Let's first choose the easy option to keep the current portion of the string.  We don't have to check if this placement is valid because whether we can place a character doesn't depend on what is in the current combination, we can just place it.

Once we have placed the character at the starting index we were given by the function call, we will continue down the DFS path of this combination.  

            combo.append(word[start])
            backtrack(start+1, combo)

 

Once the DFS yoyo has returned back to here, we will backtrack on our decision to place the current character by popping it off of our combination.

This will allow us to circulate a different value into this spot, namely a number in just a moment.

            combo.pop()

 

Now, we will see if we can make a valid placement of a number abbreviation.  This choice is a bit more complicated.

We will need to create a loop that will generate numbers for us to slap on the end of the current combo.  This number will be the remaining substring length of the current word.  

            for i in range(1, end-start+1):

 

In order to make this placement, we will either need an empty combination or the current combination can't have a number as its last character.  We don't want combinations like "121" for "word".

                if not combo or not combo[-1].isnumeric():

 

If either one of these conditions is true, then we will circulate a number abbreviation to the current combination and exhaust this combination's DFS path, similar to the character placement we just made.

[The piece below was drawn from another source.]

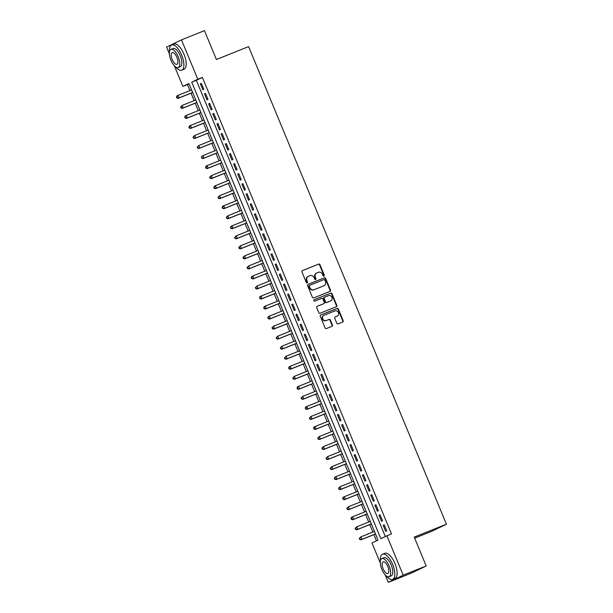 <?xml version="1.0" encoding="UTF-8"?>
<svg xmlns="http://www.w3.org/2000/svg" width="613" height="613" viewBox="0 0 613 613"><rect width="100%" height="100%" fill="white"/><g stroke="black" fill="none" stroke-linecap="round" stroke-linejoin="round"><path stroke-width="0.92" d="M323.963 276.118A0.743 0.682 64.2 0 0 324.308 275.176L319.978 264.709A1.065 0.973 64.2 0 0 318.668 264.088L302.424 270.601A1.065 0.973 64.2 0 0 301.925 271.942L306.262 282.409A0.743 0.682 64.2 0 0 307.22 282.831A0.743 0.682 64.2 0 0 307.527 281.903L306.96 280.547A3.41 3.111 64.2 0 1 308.546 276.241L309.902 275.697A3.41 3.111 64.2 0 1 314.094 277.689L314.653 279.045A0.743 0.682 64.2 0 0 315.611 279.467A0.743 0.682 64.2 0 0 315.917 278.54L315.358 277.183A3.41 3.111 64.2 0 1 316.936 272.877L318.293 272.333A3.41 3.111 64.2 0 1 322.484 274.325L323.051 275.681A0.743 0.682 64.2 0 0 323.963 276.118M323.787 276.164A0.743 0.682 64.2 0 0 323.909 275.367L319.572 264.908A1.065 0.973 64.2 0 0 318.262 264.28L302.217 270.708M306.998 282.884A0.743 0.682 64.2 0 0 307.121 282.095L306.561 280.739L306.96 280.547M315.389 279.528A0.743 0.682 64.2 0 0 315.511 278.731L314.952 277.382L315.358 277.183M336.805 323.25A1.065 0.973 64.2 0 0 338.115 323.871L342.675 322.047A1.065 0.973 64.2 0 0 343.165 320.699L338.353 309.082A1.065 0.973 64.2 0 0 337.043 308.454L320.798 314.967A1.065 0.973 64.2 0 0 320.3 316.316L325.12 327.932A1.065 0.973 64.2 0 0 326.43 328.56L331.932 326.354A1.065 0.973 64.2 0 0 332.43 325.005L330.369 320.032A1.065 0.973 64.2 0 0 329.058 319.411L326.331 320.499A2.85 2.598 64.2 0 1 323.993 315.297A2.85 2.598 64.2 0 1 324.147 315.235L334.844 310.944A2.85 2.598 64.2 0 1 337.173 316.155A2.85 2.598 64.2 0 1 337.02 316.216L335.242 316.929A1.065 0.973 64.2 0 0 334.744 318.277L336.805 323.25M169.364 53.775L166.575 47.055L181.471 39.86L204.458 30.65L216.412 59.499L248.594 46.603L446.425 524.207L414.242 537.095L426.188 565.945L403.201 575.155L388.305 582.35L385.24 574.956M181.471 39.86L197.784 79.238L191.746 82.157L380.849 538.689L386.887 535.77L403.201 575.155M386.887 535.77L391.485 533.931L202.382 77.399L197.784 79.238M329.986 291.42A1.065 0.973 64.2 0 0 330.484 290.072L325.664 278.448A1.065 0.973 64.2 0 0 324.354 277.827L308.109 284.34A1.065 0.973 64.2 0 0 307.619 285.681L312.431 297.305A1.065 0.973 64.2 0 0 313.741 297.926L329.986 291.42M332.008 293.765L336.828 305.389A1.065 0.973 64.2 0 1 336.33 306.73L320.086 313.243A1.065 0.973 64.2 0 1 318.775 312.622L316.714 307.642A1.065 0.973 64.2 0 1 317.205 306.301L323.794 303.657A1.065 0.973 64.2 0 0 324.292 302.316L322.928 299.014A1.065 0.973 64.2 0 0 321.618 298.393L314.753 301.136A0.743 0.682 64.2 0 1 314.147 299.78A0.743 0.682 64.2 0 1 314.185 299.757L330.698 293.144A1.065 0.973 64.2 0 1 332.008 293.765L331.61 293.956L336.422 305.581L336.828 305.389M203.83 89.345L201.332 83.322L200.328 83.812L202.819 89.827L203.83 89.345M207.983 99.375L205.493 93.36L204.481 93.843L206.979 99.865L207.983 99.375M212.144 109.413L209.646 103.39L208.642 103.881L211.133 109.896L212.144 109.413M216.297 119.443L213.807 113.428L212.795 113.911L215.293 119.933L216.297 119.443M220.45 129.481L217.96 123.458L216.956 123.949L219.446 129.964L220.45 129.481M224.611 139.511L222.113 133.496L221.109 133.979L223.599 140.002L224.611 139.511M228.764 149.549L226.274 143.526L225.262 144.009L227.76 150.032L228.764 149.549M232.925 159.579L230.427 153.556L229.423 154.047L231.913 160.07L232.925 159.579M237.078 169.617L234.587 163.594L233.576 164.077L236.074 170.1L237.078 169.617M241.231 179.647L238.741 173.625L237.737 174.115L240.227 180.138L241.231 179.647M245.392 189.685L242.894 183.662L241.89 184.145L244.38 190.168L245.392 189.685M249.545 199.715L247.054 193.693L246.043 194.183L248.541 200.198L249.545 199.715M253.705 209.746L251.207 203.731L250.204 204.213L252.694 210.236L253.705 209.746M257.858 219.783L255.368 213.761L254.357 214.251L256.855 220.266L257.858 219.783M262.012 229.814L259.521 223.799L258.517 224.281L261.008 230.304L262.012 229.814M266.172 239.852L263.674 233.829L262.671 234.319L265.161 240.334L266.172 239.852M270.325 249.882L267.835 243.867L266.824 244.349L269.322 250.372L270.325 249.882M274.486 259.92L271.988 253.897L270.984 254.38L273.475 260.402L274.486 259.92M278.639 269.95L276.141 263.927L275.137 264.418L277.635 270.44L278.639 269.95M282.792 279.988L280.302 273.965L279.298 274.448L281.788 280.47L282.792 279.988M286.953 290.018L284.455 283.995L283.451 284.486L285.942 290.501L286.953 290.018M291.106 300.048L288.616 294.033L287.604 294.516L290.102 300.539L291.106 300.048M295.259 310.086L292.769 304.063L291.765 304.554L294.255 310.569L295.259 310.086M299.42 320.116L296.922 314.101L295.918 314.584L298.416 320.607L299.42 320.116M303.573 330.154L301.083 324.131L300.071 324.622L302.569 330.637L303.573 330.154M307.734 340.184L305.236 334.169L304.232 334.652L306.722 340.675L307.734 340.184M311.887 350.222L309.396 344.2L308.385 344.682L310.883 350.705L311.887 350.222M316.04 360.252L313.549 354.23L312.546 354.72L315.036 360.743L316.04 360.252M320.201 370.29L317.703 364.268L316.699 364.75L319.189 370.773L320.201 370.29M324.354 380.321L321.863 374.298L320.852 374.788L323.35 380.811L324.354 380.321M328.514 390.358L326.016 384.336L325.013 384.818L327.503 390.841L328.514 390.358M332.667 400.389L330.177 394.366L329.166 394.856L331.664 400.871L332.667 400.389M336.821 410.419L334.33 404.404L333.326 404.886L335.817 410.909L336.821 410.419M340.981 420.457L338.483 414.434L337.479 414.924L339.97 420.939L340.981 420.457M345.134 430.487L342.644 424.472L341.633 424.955L344.131 430.977L345.134 430.487M349.295 440.525L346.797 434.502L345.793 434.992L348.284 441.008L349.295 440.525M353.448 450.555L350.958 444.54L349.946 445.023L352.444 451.045L353.448 450.555M357.601 460.593L355.111 454.57L354.107 455.053L356.597 461.076L357.601 460.593M361.762 470.623L359.264 464.6L358.26 465.091L360.75 471.113L361.762 470.623M365.915 480.661L363.425 474.638L362.413 475.121L364.911 481.144L365.915 480.661M370.076 490.691L367.578 484.668L366.574 485.159L369.064 491.174L370.076 490.691M374.229 500.721L371.731 494.706L370.727 495.189L373.225 501.212L374.229 500.721M378.382 510.759L375.892 504.737L374.888 505.227L377.378 511.242L378.382 510.759M382.543 520.789L380.045 514.774L379.041 515.257L381.531 521.28L382.543 520.789M202.382 77.399L196.344 80.318L385.316 536.536M383.194 525.295L385.692 531.31L386.696 530.827L384.205 524.805L383.194 525.295L384.228 524.874M189.057 83.835L187.486 84.594L189.969 90.586M191.041 93.168L194.129 100.624M195.195 103.199L198.283 110.654M199.355 113.236L202.443 120.692M203.508 123.267L206.596 130.722M207.661 133.305L210.749 140.76M211.822 143.335L214.91 150.79M215.975 153.373L219.063 160.821M220.136 163.403L223.216 170.858M224.289 173.441L227.377 180.889M228.442 183.471L231.53 190.927M232.603 193.501L235.691 200.957M236.756 203.539L239.844 210.995M240.909 213.569L243.997 221.025M245.07 223.607L248.158 231.063M249.223 233.637L252.311 241.093M253.384 243.675L256.472 251.123M257.537 253.705L260.625 261.161M261.69 263.743L264.778 271.191M265.85 273.773L268.938 281.229M270.004 283.804L273.091 291.259M274.164 293.842L277.252 301.297M278.317 303.872L281.405 311.327M282.47 313.91L285.558 321.365M286.631 323.94L289.719 331.395M290.784 333.978L293.872 341.433M294.945 344.008L298.033 351.464M299.098 354.046L302.186 361.494M303.251 364.076L306.339 371.532M307.412 374.114L310.5 381.562M311.565 384.144L314.653 391.6M315.726 394.174L318.814 401.63M319.879 404.212L322.967 411.668M324.032 414.242L327.12 421.698M328.193 424.28L331.281 431.736M332.346 434.31L335.434 441.766M336.506 444.348L339.587 451.796M340.659 454.379L343.747 461.834M344.812 464.416L347.9 471.864M348.973 474.447L352.061 481.902M353.126 484.477L356.214 491.933M357.279 494.515L360.367 501.97M361.44 504.545L364.528 512.001M365.593 514.583L368.681 522.038M369.754 524.613L372.842 532.069M373.907 534.651L376.459 540.812M414.672 538.153L431.529 531.402L446.425 524.207M426.188 565.945L411.292 573.14L388.305 582.35M380.282 562.987L371.991 542.965L378.029 540.053L188.927 83.521L182.889 86.433L174.322 65.752M187.486 84.594L182.889 86.433M196.344 80.318L191.746 82.157M200.328 83.812L201.363 83.399M204.481 93.843L205.524 93.429M208.642 103.881L209.677 103.467M212.795 113.911L213.83 113.497M216.956 123.949L217.99 123.527M221.109 133.979L222.144 133.565M225.262 144.009L226.304 143.595M229.423 154.047L230.457 153.633M233.576 164.077L234.61 163.663M237.737 174.115L238.771 173.701M241.89 184.145L242.924 183.731M246.043 194.183L247.085 193.769M250.204 204.213L251.238 203.8M254.357 214.251L255.391 213.83M258.517 224.281L259.552 223.868M262.671 234.319L263.705 233.898M266.824 244.349L267.866 243.936M270.984 254.38L272.019 253.966M275.137 264.418L276.172 264.004M279.298 274.448L280.333 274.034M283.451 284.486L284.486 284.072M287.604 294.516L288.639 294.102M291.765 304.554L292.799 304.14M295.918 314.584L296.953 314.17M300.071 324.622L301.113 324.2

                    combo.append(str(i))
                    backtrack(start+i, combo)

 

Once the DFS yoyo returns, we will pop off the number we just placed to make room for a character later.

                    combo.pop()


Now that we have our backtrack function built, we just need to make the initial call by passing a starting index of zero and an empty combo list.

When the output has been filled with all generalized abbreviations, we will return it.

        backtrack(0,[])
        return output


The time and space complexity are extremely tricky for this one, but an intuitive estimation would be n*2^n.  2^n is the traditional space complexity for a backtracking algorithm since each index may require two choice child branches within a recursive tree and the join() function requires a time complexity of n.